◆ **Task description**
If an entry below contains an image, drop the image and retype the rest exactly.

◆ **Material shown**
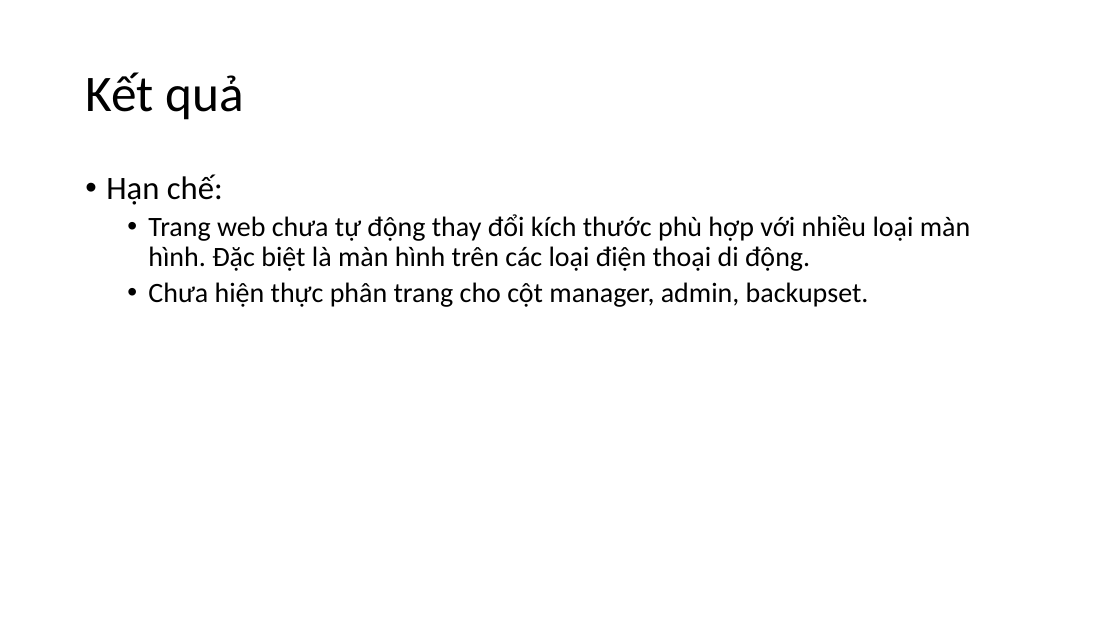
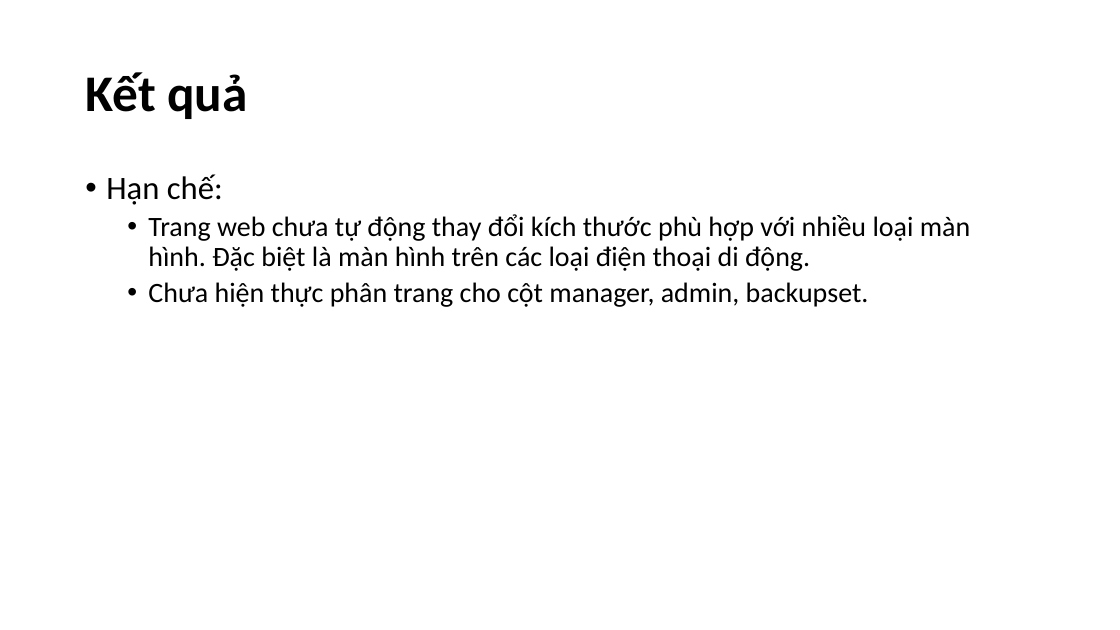
Before and after one commit to nguyenmanhphuc/DoAnA, a slide deck: slide 16 of BÁO CÁO THỰC TẬP.pptx. Drawn at 1120x630 pixels with LibreOffice and Linux fonts; fonts in the diff are those of the drawing. Boxes give left, top, right and bottom in pixels: in the first picture for what was removed or moved away, otherwise in the second. Text is boxed around its words. In the diff, an @@ line names an element or a change of style, - is before the commit and + after.

```diff
--- a/BÁO CÁO THỰC TẬP.pptx
+++ b/BÁO CÁO THỰC TẬP.pptx
@@ title "Kết quả" at (x1=85, y1=72, x2=247, y2=119): bold on @@
```
Also in this commit, not shown: 11 other slides changed, 1 slide added, 1 slide removed, 1 other file.

◆ **Answer section**
Before and after one commit to nguyenmanhphuc/DoAnA, a slide deck: slide 16 of BÁO CÁO THỰC TẬP.pptx. Drawn at 1120x630 pixels with LibreOffice and Linux fonts; fonts in the diff are those of the drawing. Boxes give left, top, right and bottom in pixels: in the first picture for what was removed or moved away, otherwise in the second. Text is boxed around its words. In the diff, an @@ line names an element or a change of style, - is before the commit and + after.

```diff
--- a/BÁO CÁO THỰC TẬP.pptx
+++ b/BÁO CÁO THỰC TẬP.pptx
@@ title "Kết quả" at (x1=85, y1=72, x2=247, y2=119): bold on @@
```
Also in this commit, not shown: 11 other slides changed, 1 slide added, 1 slide removed, 1 other file.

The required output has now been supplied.